*What the exercise asks:*
From the line containing "for side in" down to the last line of the records below, restate each line word for word and leave out the rest.
◆ ◆ ◆ ◆
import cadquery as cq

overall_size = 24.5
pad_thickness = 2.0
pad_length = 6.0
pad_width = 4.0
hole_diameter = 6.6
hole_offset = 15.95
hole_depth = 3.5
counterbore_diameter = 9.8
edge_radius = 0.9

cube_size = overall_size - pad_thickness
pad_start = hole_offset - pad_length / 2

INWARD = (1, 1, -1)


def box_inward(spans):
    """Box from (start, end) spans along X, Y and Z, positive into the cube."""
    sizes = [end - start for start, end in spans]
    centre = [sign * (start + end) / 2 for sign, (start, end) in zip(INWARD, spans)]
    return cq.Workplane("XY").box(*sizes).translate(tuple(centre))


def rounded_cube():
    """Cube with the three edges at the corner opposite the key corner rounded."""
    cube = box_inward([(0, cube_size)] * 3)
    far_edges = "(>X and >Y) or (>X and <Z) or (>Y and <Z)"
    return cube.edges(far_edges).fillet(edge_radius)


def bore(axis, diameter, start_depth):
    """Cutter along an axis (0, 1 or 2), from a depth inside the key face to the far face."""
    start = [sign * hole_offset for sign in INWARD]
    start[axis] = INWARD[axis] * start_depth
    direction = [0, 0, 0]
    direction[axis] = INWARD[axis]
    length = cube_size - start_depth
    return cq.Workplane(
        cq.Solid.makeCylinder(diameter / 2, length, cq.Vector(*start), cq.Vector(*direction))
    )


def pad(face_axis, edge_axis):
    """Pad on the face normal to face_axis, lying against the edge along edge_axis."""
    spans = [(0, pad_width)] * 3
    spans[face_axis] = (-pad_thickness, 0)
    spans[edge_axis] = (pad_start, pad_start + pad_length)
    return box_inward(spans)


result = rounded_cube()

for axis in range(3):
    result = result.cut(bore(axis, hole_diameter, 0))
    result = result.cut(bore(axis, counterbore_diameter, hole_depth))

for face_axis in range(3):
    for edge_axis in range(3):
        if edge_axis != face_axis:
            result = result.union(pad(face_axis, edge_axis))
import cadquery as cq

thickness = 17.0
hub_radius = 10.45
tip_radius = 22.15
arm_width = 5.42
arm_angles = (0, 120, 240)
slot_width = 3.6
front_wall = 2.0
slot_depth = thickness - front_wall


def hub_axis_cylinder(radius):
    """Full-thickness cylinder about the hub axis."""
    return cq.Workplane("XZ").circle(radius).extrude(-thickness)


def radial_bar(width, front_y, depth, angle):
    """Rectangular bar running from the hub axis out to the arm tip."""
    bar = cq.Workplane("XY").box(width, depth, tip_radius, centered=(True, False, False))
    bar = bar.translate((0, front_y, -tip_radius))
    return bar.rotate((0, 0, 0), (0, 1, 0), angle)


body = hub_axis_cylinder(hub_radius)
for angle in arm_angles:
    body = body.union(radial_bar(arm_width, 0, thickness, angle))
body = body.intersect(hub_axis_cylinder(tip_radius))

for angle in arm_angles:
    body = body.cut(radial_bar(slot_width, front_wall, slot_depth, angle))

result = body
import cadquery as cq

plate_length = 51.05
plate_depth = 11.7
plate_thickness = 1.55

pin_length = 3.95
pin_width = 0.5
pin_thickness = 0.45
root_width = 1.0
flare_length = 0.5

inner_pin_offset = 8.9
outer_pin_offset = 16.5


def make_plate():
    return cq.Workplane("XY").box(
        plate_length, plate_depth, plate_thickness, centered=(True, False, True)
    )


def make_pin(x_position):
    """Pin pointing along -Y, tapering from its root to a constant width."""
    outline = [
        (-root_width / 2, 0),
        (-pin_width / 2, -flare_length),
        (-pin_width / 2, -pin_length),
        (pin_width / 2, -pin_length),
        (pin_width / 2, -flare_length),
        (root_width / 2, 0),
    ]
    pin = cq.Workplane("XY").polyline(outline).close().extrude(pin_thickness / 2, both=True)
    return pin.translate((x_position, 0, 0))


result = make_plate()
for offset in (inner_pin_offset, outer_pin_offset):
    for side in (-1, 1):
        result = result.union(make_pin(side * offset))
◆ ◆ ◆ ◆
*Result:*
    for side in (-1, 1):
        result = result.union(make_pin(side * offset))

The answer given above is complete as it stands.